AI could help transplant candidates too sick to survive sobriety ‘road test’

A screening tool developed with artificial intelligence and trained on hundreds of hours of patient interviews could flag relapse risks in liver transplant patients with liver disorders, according to a new USC study. alcohol consumption – and provoke precise interventions.

“We know that alcohol use disorder is a chronic disease. A liver transplant will cure their liver disease, but not necessarily cure their alcohol use disorder,” said Brian Leelead study author and hepatologist specializing in the care of patients before and after liver transplantation in USC Keck School of Medicine. “A better understanding of their risk of relapse after the transplant helps us to adapt the treatments. There is an urgent need for more tools.

The research was recently published in the American Journal of Transplantation.

Severe alcohol-associated hepatitis is the fastest growing reason for liver transplantation in the United States and Europe. Liver transplant programs typically require six months of abstinence in patients with alcohol-associated liver disease prior to transplantation, as a return to harmful alcohol use can be fatal.

Liver transplant patients may not be six months old

However, some patients don’t have much longer to live. Severe alcohol-associated hepatitis is a disease in which a person develops alcohol-induced liver failure suddenly, within days or weeks. Moreover, studies and data show that six months of abstinence before the transplant is not a guarantee against relapses.

“The six-month rule doesn’t do a good job of predicting alcohol relapse and excludes many patients who would die without an urgent transplant and who might actually do just fine after the transplant,” Lee said.

That’s why USC is at the forefront of early transplantation for these patients without an abstinence “road test” — even as questions about relapse prevention remain.

Lee and his colleagues decided to see if they could fill the knowledge gap. To disentangle the red flags for relapse, they studied the anonymized psychosocial assessments of 116 early liver transplant patients from 10 transplant centers, 34 of whom returned to harmful alcohol use.

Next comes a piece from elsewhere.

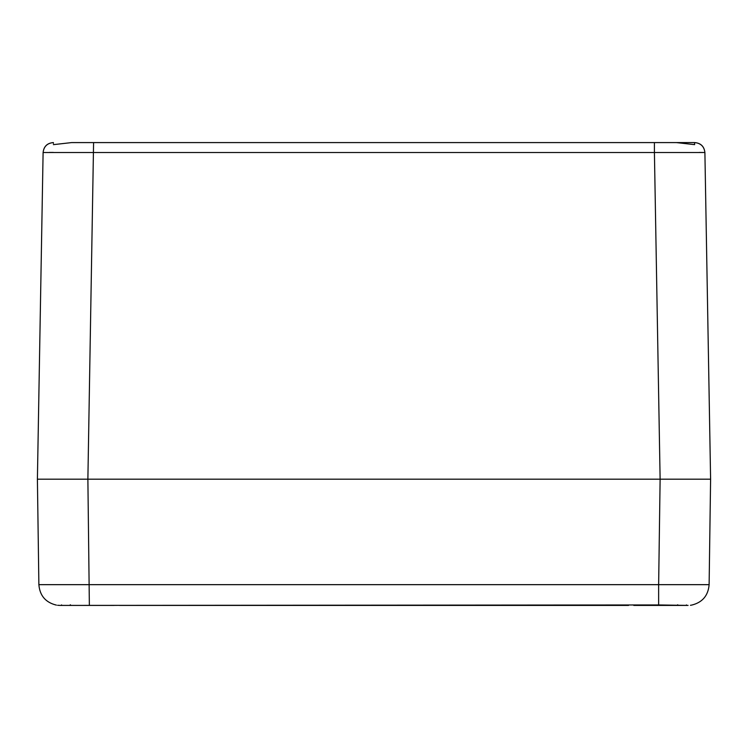 <?xml version="1.0" encoding="UTF-8"?>
<svg xmlns="http://www.w3.org/2000/svg" width="748" height="748" viewBox="0 0 748 748"><rect width="100%" height="100%" fill="white"/><g stroke="black" fill="none" stroke-linecap="round" stroke-linejoin="round"><path stroke-width="1.12" d="M53.389 143.429L53.389 142.616M53.389 144.644L71.612 142.588L676.388 142.588L694.611 144.644L694.611 142.588L654.416 142.588L654.416 152.508L704.897 152.508C704.177 146.514 700.811 143.205 694.799 142.588C700.857 143.158 704.214 146.468 704.897 152.508L699.165 152.442M694.611 142.588L694.611 144.644M61.56 604.898L61.56 605.413L59.905 605.413L658.642 604.954L658.642 584.665L709.123 584.665L710.6 479.188L37.4 479.188L43.104 152.508C43.786 146.468 47.143 143.158 53.202 142.588C47.189 143.205 43.823 146.514 43.104 152.508L654.416 152.508L660.119 479.188L710.6 479.188L705.99 215.312M60.42 479.188L67.273 479.188M681.924 479.188L687.58 479.188M49.331 152.442L53.389 152.442M56.334 605.095L56.418 605.123C45.656 602.514 39.812 595.698 38.877 584.665L37.4 479.188L38.877 584.665L658.642 584.665L660.119 479.188L37.4 479.188L42.01 215.312M658.642 604.954L688.095 605.413L633.78 605.413M114.22 605.413L61.56 605.413M119.446 605.413L628.554 605.413M70.49 604.851L70.49 605.413M690.432 605.282L691.666 605.095M677.51 604.851L677.51 605.413M686.44 604.898L686.44 605.413M677.81 604.851L677.81 605.413M57.596 605.282L59.905 605.413M70.19 604.851L70.19 605.413M627.292 152.508L604.15 152.508M566.283 152.508L181.717 152.508M143.85 152.508L120.709 152.508M53.389 142.588L53.202 142.588C47.189 143.205 43.823 146.514 43.104 152.508M71.612 142.588L93.584 142.588L87.881 479.188L89.358 604.954M709.123 584.665C708.188 595.698 702.344 602.514 691.582 605.123M710.6 479.188L704.897 152.508"/></g></svg>

Prior to transplantation, patients undergo rigorous assessments by social workers, psychiatrists, and addiction specialists who ask questions about the patient’s medical needs, social supports, employment history, living situation, and family life. .

A content analysis tool designed to interpret Twitter chatter combed through patient ratings and selected 219 questions as potentially important for predicting post-transplant outcomes. Using artificial intelligence, the computer program narrowed the list down to 13 questions.

Liver transplants: surprising risks of relapse

The top three relapse risks were somewhat surprising. AI identified them as:

  • The patient does not have a primary support person lined up for post-transplant care at the time of the assessment.
  • The presence of children or grandchildren at home.
  • If the patient was recently a home caregiver for relatives.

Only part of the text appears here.